I have a practical question about page load time:
Suppose I want the following output:
<a class="class-a" href="www.google.com"></a>
Is it faster (with respect to load time and efficiency) to do:
<a class="<?php echo $class_a; ?>" href="<?php echo $url; ?>"></a>
or
echo "<a class='$class_a' href='$url'></a>";
This is a microcosm of a bigger issue-- if I'm using echo multiple times on the page is it better to try to condense HTML output into one variable and echo it in one go??
Thanks!
Those two really make no difference. One or two echo doesn't matter. 1000 echo doesn't matter. Really when you look at the grand scale of things, echos do not matter. I can run 5million echos per second on my laptop in a tight loop. Doing one SQL query that takes 1ms or 2ms to run means you get a difference of 5000 echo calls more or less. That's how irrelevant it is.
What you want to do is look at your code with a profiler and find the bottlenecks if you have performance problems, but don't worry about how many echos you do. And by the way you probably should use something like Twig to print HTML using templates instead of raw PHP like in your example, at least this gives you automatic HTML entities escaping, which protects you against XSS for example.
in terms of performance the second is faster because printing to an output is expensive operation.

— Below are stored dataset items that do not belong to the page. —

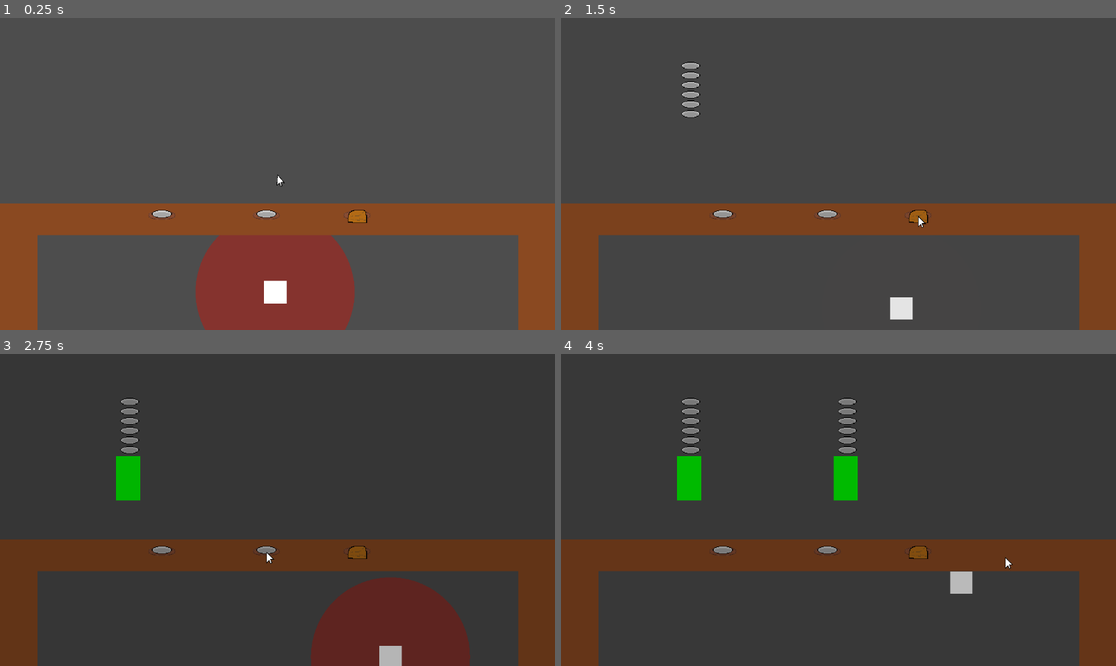
Above: before the commit, frames 1-4 (two rows, left to right).
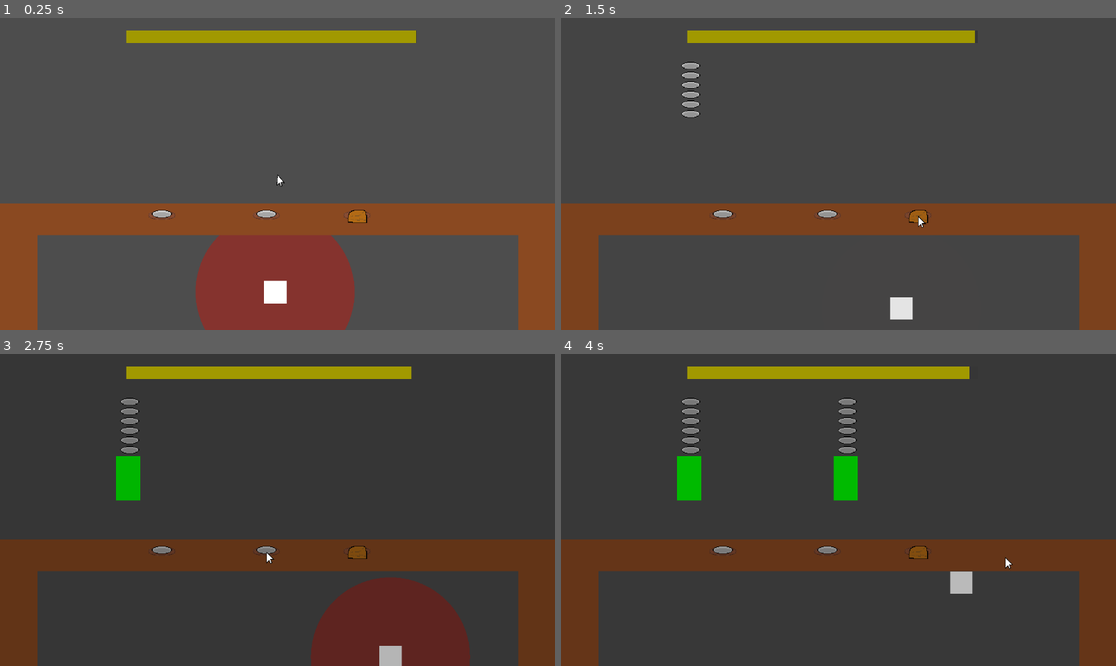
Above: after the commit, the same moments.

Repository: Someoneyeeting/Cookinggame
Game: Godot game, scene res://testscene.tscn
The game is run twice, just before and just after one commit, with the same random seed, the same clock (stepped at 60 frames per second) and the same inputs.
Inputs (mouse positions are in pixels of both pictures, inside the frame that each line leads up to):
- Up to frame 1 (0.25 s): no input
- Up to frame 2 (1.5 s): tap Enter (ui_accept) at 0.5, 0.77 s; move the mouse to (721, 214) at 0.52 s; hold D (right) 0.53-1.28 s; hold Right mouse button (rightc) 0.53-1.28 s; move the mouse to (916, 214) at 1.27 s; hold S (down) from 1.28 s (still down); click (916, 214) at 1.35 s
- Up to frame 3 (2.75 s): tap Enter (ui_accept) at 1.52 s; right-click (355, 550) at 1.55 s; move the mouse to (266, 550) at 2.02 s; release S (down) at 2.03 s; hold D (right) from 2.03 s (still down); hold Right mouse button (rightc) from 2.03 s (still down)
- Up to frame 4 (4 s): move the mouse to (810, 572) at 2.77 s; release D (right) at 2.78 s; release Right mouse button (rightc) at 2.78 s; hold W (up) 2.78-3.53 s; tap Shift (sprint) at 2.85 s; tap Enter (ui_accept) at 3.02, 3.77 s; right-click (810, 572) at 3.05 s; move the mouse to (1005, 556) at 3.52 s; hold A (left) from 3.53 s (still down); hold Right mouse button (rightc) from 3.53 s (still down)

The runs differ from the first frame. In frame 1, 2.1% of the frame differs, in the area x 22-76%, y 4-9%; in frame 2, 2.1%; in frame 3, 2.1%; in frame 4, 2.0%.

Commit message:
base hunger bar

Diff:
--- a/customer.gd
+++ b/customer.gd
@@ -10,16 +10,15 @@
 	$RecipeDisplay.recp = recipe
 
 func get_thrown(size : float):
-	$AudioStreamPlayer2D.play()
+	#$AudioStreamPlayer2D.play()
 	$outanimation.start()
 	var tween = get_tree().create_tween()
 	var dir = Globals.player.global_position - global_position
 	global_rotation = sign(dir.x) * 0.1
 	dir = dir.normalized()
-	Globals.shake(dir * 20)
 	global_position -= dir * 40 * (size / 4)
 	tween.set_ease(Tween.EASE_OUT)
-	tween.tween_property(self,"global_position",global_position - dir * 100 * (size / 30),0.9).set_trans(Tween.TRANS_CIRC)
+	tween.tween_property(self,"global_position",global_position - dir * 100 * (size / 30),0.6).set_trans(Tween.TRANS_CIRC)
 	tween.tween_callback(queue_free)
 
 func enter_line():
--- a/globals.gd
+++ b/globals.gd
@@ -65,3 +65,10 @@
 
 func _on_shake_timeout() -> void:
 	$Camera2D.position = Vector2.ZERO
+
+
+func change_hunger(amount : float):
+	$hungerbar.hunger += amount
+
+func set_hunger(amount : float):
+	$hungerbar.hunger = amount
--- a/globals.tscn
+++ b/globals.tscn
@@ -1,8 +1,9 @@
-[gd_scene load_steps=5 format=3 uid="uid://bsd34n3og4bsj"]
+[gd_scene load_steps=6 format=3 uid="uid://bsd34n3og4bsj"]
 
 [ext_resource type="Script" uid="uid://hfqbrglml7cf" path="res://globals.gd" id="1_f6yec"]
 [ext_resource type="Texture2D" uid="uid://df0y7an1ba47y" path="res://pngwing.com.png" id="2_ic2bg"]
 [ext_resource type="PackedScene" uid="uid://de32jgkwu06x5" path="res://target.tscn" id="3_pw6g4"]
+[ext_resource type="PackedScene" uid="uid://5jam7adsxlun" path="res://hungerbar.tscn" id="4_3o0v4"]
 
 [sub_resource type="CircleShape2D" id="CircleShape2D_eoq6h"]
 
@@ -39,6 +40,9 @@
 wait_time = 0.06
 one_shot = true
 
+[node name="hungerbar" parent="." instance=ExtResource("4_3o0v4")]
+position = Vector2(262, 26)
+
 [connection signal="area_entered" from="mouse" to="." method="_on_mouse_area_entered"]
 [connection signal="area_exited" from="mouse" to="." method="_on_mouse_area_exited"]
 [connection signal="timeout" from="shake" to="." method="_on_shake_timeout"]
--- /dev/null
+++ b/hungerbar.gd
@@ -0,0 +1,12 @@
+extends Node2D
+
+
+var hunger :float= 100
+var ogsize := 0
+
+func _ready() -> void:
+	ogsize = $bar.size.x
+
+func _physics_process(delta: float) -> void:
+	$bar.size.x = lerp(0,ogsize,hunger / 100)
+	hunger -= delta
--- /dev/null
+++ b/hungerbar.tscn
@@ -0,0 +1,16 @@
+[gd_scene load_steps=2 format=3 uid="uid://5jam7adsxlun"]
+
+[ext_resource type="Script" uid="uid://bwlrxvke3c52t" path="res://hungerbar.gd" id="1_5ec5r"]
+
+[node name="hungerbar" type="Node2D"]
+script = ExtResource("1_5ec5r")
+
+[node name="base" type="ColorRect" parent="."]
+offset_right = 603.0
+offset_bottom = 26.0
+color = Color(0.210938, 0.210938, 0.210938, 1)
+
+[node name="bar" type="ColorRect" parent="."]
+offset_right = 603.0
+offset_bottom = 26.0
+color = Color(0.632813, 0.601407, 0, 1)
--- a/particales/break.tscn
+++ b/particales/break.tscn
@@ -6,14 +6,16 @@
 
 [node name="GPUParticles2D" type="CPUParticles2D"]
 emitting = false
-amount = 40
+amount = 10
 lifetime = 0.4
 one_shot = true
 explosiveness = 1.0
 spread = 180.0
-initial_velocity_min = 212.12
-initial_velocity_max = 383.84
-scale_amount_min = 4.0
-scale_amount_max = 5.0
+gravity = Vector2(0, 100)
+initial_velocity_min = 272.73
+initial_velocity_max = 525.25
+damping_min = 46.465
+damping_max = 46.465
+scale_amount_min = 10.0
+scale_amount_max = 13.0
 scale_amount_curve = SubResource("Curve_pxjs2")
-color = Color(0.54099, 0.54099, 0.54099, 1)
--- a/player.gd
+++ b/player.gd
@@ -35,8 +35,15 @@
 	if(not plate.canthrow()):
 		return
 
+	var dir = global_position.direction_to(target.global_position)
+	if(dir.length() == 0):
+		Globals.shake(Vector2(10,10))
+	else:
+		Globals.shake(dir * 20)
+		Globals.change_hunger(-10)
 	target.get_thrown(plate.get_count())
 	plate.clear()
+	$break.play()
 	Partmanager.summon("break",target.global_position)
 	draw_throw(target.global_position,plate.av_color())
 
@@ -52,11 +59,12 @@
 	if(event.is_action_pressed("ui_accept")):
 		pass
 
+func get_thrown(ammount : int):
+	Globals.set_hunger(100)
+
 func _physics_process(delta: float) -> void:
 	Globals.player = self
 	_handle_move()
-
-
 
 	if(get_global_mouse_position().distance_to(global_position) < 200):
 		$range.color.a = lerp($range.color.a,0.0,0.3)
--- a/player.tscn
+++ b/player.tscn
@@ -1,8 +1,9 @@
-[gd_scene load_steps=8 format=3 uid="uid://6nbo85ja31eo"]
+[gd_scene load_steps=9 format=3 uid="uid://6nbo85ja31eo"]
 
 [ext_resource type="Script" uid="uid://do5kaaf2lbpys" path="res://player.gd" id="1_4flbx"]
 [ext_resource type="PackedScene" uid="uid://8wj5cic12r67" path="res://plate.tscn" id="2_onrkg"]
 [ext_resource type="PackedScene" uid="uid://cyfq1svoocqic" path="res://targetable.tscn" id="3_i3pqv"]
+[ext_resource type="AudioStream" uid="uid://dkmj8vjd5msyh" path="res://plate.wav" id="4_hqtel"]
 
 [sub_resource type="Shader" id="Shader_onrkg"]
 code = "shader_type canvas_item;
@@ -80,9 +81,13 @@
 [node name="plate" parent="." instance=ExtResource("2_onrkg")]
 position = Vector2(30, -11)
 
-[node name="Targetable" parent="." instance=ExtResource("3_i3pqv")]
+[node name="click" parent="." node_paths=PackedStringArray("target") instance=ExtResource("3_i3pqv")]
+target = NodePath("..")
 
-[node name="CollisionShape2D2" type="CollisionShape2D" parent="Targetable"]
+[node name="CollisionShape2D2" type="CollisionShape2D" parent="click"]
 shape = SubResource("CircleShape2D_hqtel")
 
+[node name="break" type="AudioStreamPlayer2D" parent="."]
+stream = ExtResource("4_hqtel")
+
 [connection signal="timeout" from="timers/line" to="." method="_on_line_timeout"]
Not shown, added: hungerbar.gd.uid
Not shown, changed: plate.wav
Not shown, changed: plate2.wav
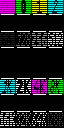
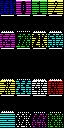
Layers edited between the first and the second 64x128 image:
painted on "foreground" over left=0, top=0, right=63, bottom=127
painted on "Background" over left=0, top=0, right=63, bottom=127
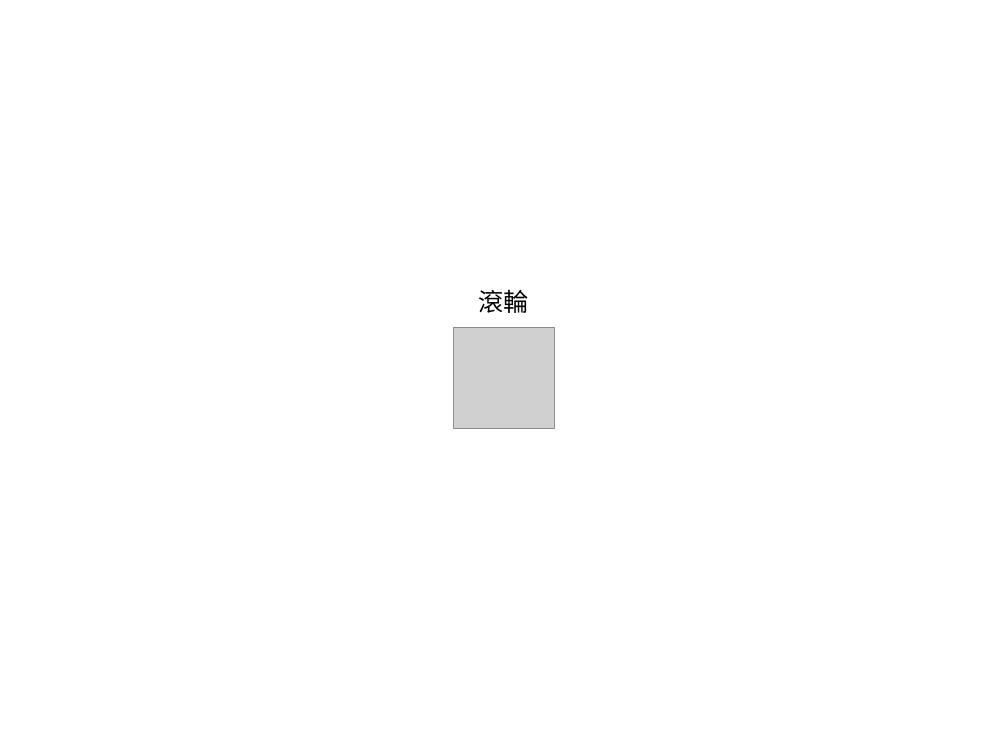
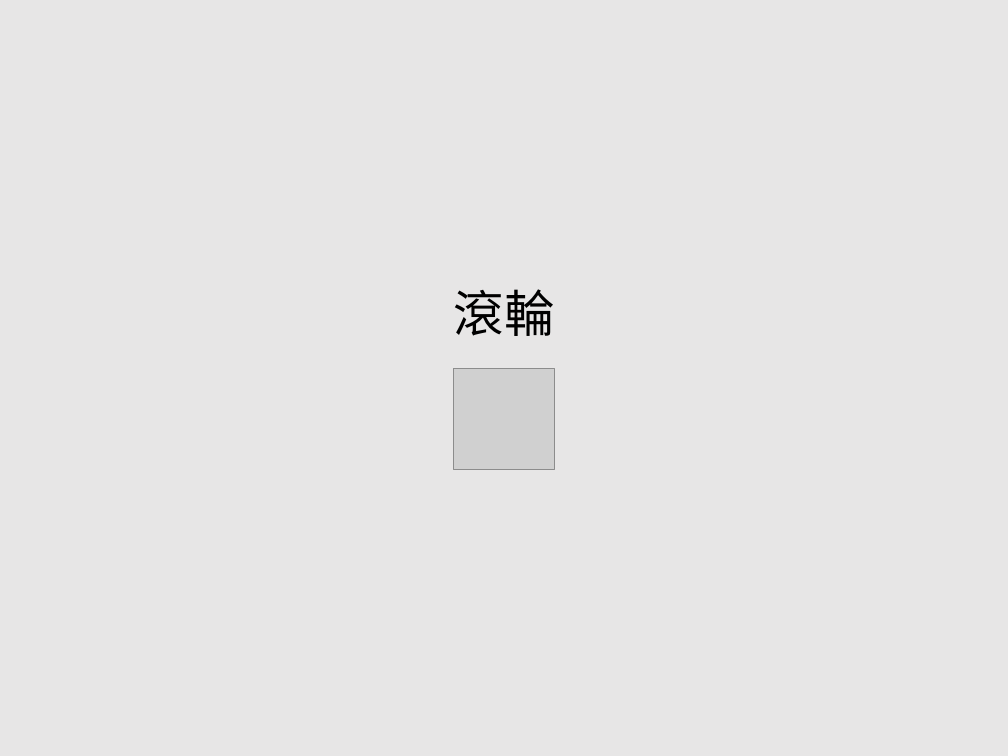
Before and after one commit to EJ-Chang/OSD-Study, a slide deck: slide 2 of WheelOSDtest/StimulusPNG.pptx. Drawn at 1008x756 pixels with LibreOffice and Linux fonts; fonts in the diff are those of the drawing; grey boxes stand for pictures. Boxes give left, top, right and bottom in pixels: in the first picture for what was removed or moved away, otherwise in the second. Text is boxed around its words. In the diff, an @@ line names an element or a change of style, - is before the commit and + after.

```diff
--- a/WheelOSDtest/StimulusPNG.pptx
+++ b/WheelOSDtest/StimulusPNG.pptx
@@ background #FFFFFF to #E7E6E6 @@
@@ text "滾輪": place and size @@
-text "滾輪" at bbox=[454, 276, 554, 328]
+text "滾輪" at bbox=[454, 289, 555, 336]
@@ text "滾輪" at bbox=[454, 289, 555, 336]: size 18 to 36 pt; fill #FFFFFF to none @@
@@ picture: place and size @@
-picture at bbox=[454, 328, 554, 428]
+picture at bbox=[454, 369, 554, 470]
```
Also in this commit, not shown: 11 other slides changed, 2 slides added, 29 other files.

BUT you should be careful to not sacrifice an esay to read code for fast executed code.
Completely pointless micro-optimization. Whether there's a difference at all depends on what PHP runtime exactly you use, but it's going to be totally irrelevant compared with DB access of any kind, the server configuration, and bytecode caching.
This is not the kind of thing you should worry about even a second, especially if performance is important.
I have performed a test similar to what you are asking before.
Out of the two examples you posted I found that the first one is marginally slower compared to the second.
If you store the output into a buffer before hand you will use more memory and it is again marginally slower than the slowest of the two examples you gave.
As other people have pointed out it is completely irrelevant and I would put ease of maintainability and readability above any kind of speed optimisations you think you might get.